Here’s something that most of you don’t know about me: I am the epitome of literalness.
I think this literal phenomenon occurred after my first pregnancy, because I don’t remember my literalness being a problem before then. My family and friends might tell you differently, but I’m pretty sure it came along with my mommy brain.
The problem with being so literal? Miscommunication. On SO many levels. Let me give you a few examples of how my extreme literalness has caused some miscommunication faux pas. See? Here is an example…this is what I mean. I could have just said faux pas (singular), but that wouldn’t have been correct. But I don’t know the plural form of faux pas, and so I point out to you my mistake. And yes, I did just look it up and faux pas plural is the same as it is singular.
Anyways…here are a few examples of my literalness.
1. My sister A is one of the most amazing home cooks I know. Me? I cook from recipes.
Things I have been making for years (like meatloaf), I’ll still pull out good old Betty Crocker’s book to tell me how to do it. I would hate to put a teaspoon of something in when it only called for half a teaspoon.
My sister A? If I ask her for a recipe, she’ll say something like this: “A pound of ground beef, enough onion to mix well with the meat, a little garlic, some pepper…” And at this point I’ll say, “Stop! What do you mean “enough onion” and “a little garlic”? How much is that? What if I put in too much…or even worse, not enough?
I’ve also been known to yell at Rachael Ray, as she smiles and throws a palmful of cumin into a skillet that has two circles of olive oil in it:
“FOR THE LOVE OF ALL THAT’S PURE AND HOLY! HOW MUCH IS A “PALMFUL”? HOW MUCH IS TWO TIMES AROUND THE PAN WITH OLIVE OIL, WOMAN? I DON’T KNOW WHAT A “PALMFUL” OR “TWO TIMES AROUND THE PAN” EVEN MEANS!”
Because without specifics, I can’t cook.
2. Another example of my extreme literalness: mashing potatoes to make mashed potatoes.
The same sister and her family came over one night to make steaks and all the fixins.
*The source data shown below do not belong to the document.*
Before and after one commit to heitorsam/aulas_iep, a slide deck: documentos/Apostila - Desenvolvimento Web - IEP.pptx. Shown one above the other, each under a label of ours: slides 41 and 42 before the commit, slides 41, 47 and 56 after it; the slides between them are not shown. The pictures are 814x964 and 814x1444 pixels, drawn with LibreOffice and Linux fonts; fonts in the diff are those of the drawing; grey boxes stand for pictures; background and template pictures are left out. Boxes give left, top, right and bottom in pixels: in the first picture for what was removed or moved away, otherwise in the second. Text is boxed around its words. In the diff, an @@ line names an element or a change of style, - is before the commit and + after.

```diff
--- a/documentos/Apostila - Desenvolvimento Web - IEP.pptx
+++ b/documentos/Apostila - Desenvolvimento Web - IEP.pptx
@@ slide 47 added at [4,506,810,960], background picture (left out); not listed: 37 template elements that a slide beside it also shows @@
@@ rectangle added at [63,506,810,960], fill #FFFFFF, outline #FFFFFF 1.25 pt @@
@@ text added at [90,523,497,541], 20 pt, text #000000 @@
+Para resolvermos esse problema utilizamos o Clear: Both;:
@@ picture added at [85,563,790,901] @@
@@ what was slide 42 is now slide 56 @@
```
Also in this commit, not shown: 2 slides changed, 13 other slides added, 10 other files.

I had the potatoes boiling; she was making the salad. I drained the potatoes, got out my handy dandy potato masher, and got busy.
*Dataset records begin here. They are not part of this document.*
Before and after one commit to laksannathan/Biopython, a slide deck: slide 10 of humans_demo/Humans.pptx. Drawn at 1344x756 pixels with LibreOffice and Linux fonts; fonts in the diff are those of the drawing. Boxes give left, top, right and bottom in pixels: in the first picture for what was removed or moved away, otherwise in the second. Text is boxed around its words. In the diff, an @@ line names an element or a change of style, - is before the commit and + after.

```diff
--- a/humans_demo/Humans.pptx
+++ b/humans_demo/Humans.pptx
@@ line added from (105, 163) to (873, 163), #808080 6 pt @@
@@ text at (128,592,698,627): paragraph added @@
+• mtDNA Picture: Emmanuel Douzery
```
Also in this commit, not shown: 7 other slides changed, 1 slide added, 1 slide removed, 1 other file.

Sister A: What are you doing?
Me: I’m mashing potatoes. Why?
Sister A: Well why don’t you use your hand mixer?
Me: Huh? What do you mean?
Sister A: If you use the hand mixer, it’s a lot faster and the potatoes will be creamy and smooth.
Me: Huh. Never even occurred to me. I’ve always used the masher because that’s how you mash potatoes.
This was last year, people. Literal idiocy.
And this last one, I’ll never live down. EVER. I get teased about this one all of the time.
3. My mom and dad were going away, and asked us to keep their dog while they were gone. Baxter might be three pounds soaking wet, and he’s a really good dog. Other than making sure I didn’t lose/kill him, my mom’s only instructions were to “put him in his cage and cover him up with his blanket” when I put him to bed.
Uh huh. I’m sure you already see where this is going. Bedtime rolled around, I put him in his cage, and covered him up with his blanket. But he wouldn’t stay under the blanket! I tried to put him under it and he just kept whining and trying to get away from me. And then spent most of the night, whining and crying.
My mom came to pick him up, and asked how he did. I told her that he was fine, except her really didn’t want to be covered up with his blanket.
Mom: What do you mean?
Me: Well, I tried to cover him up with his blanket, but he just kept climbing on top of it and whining.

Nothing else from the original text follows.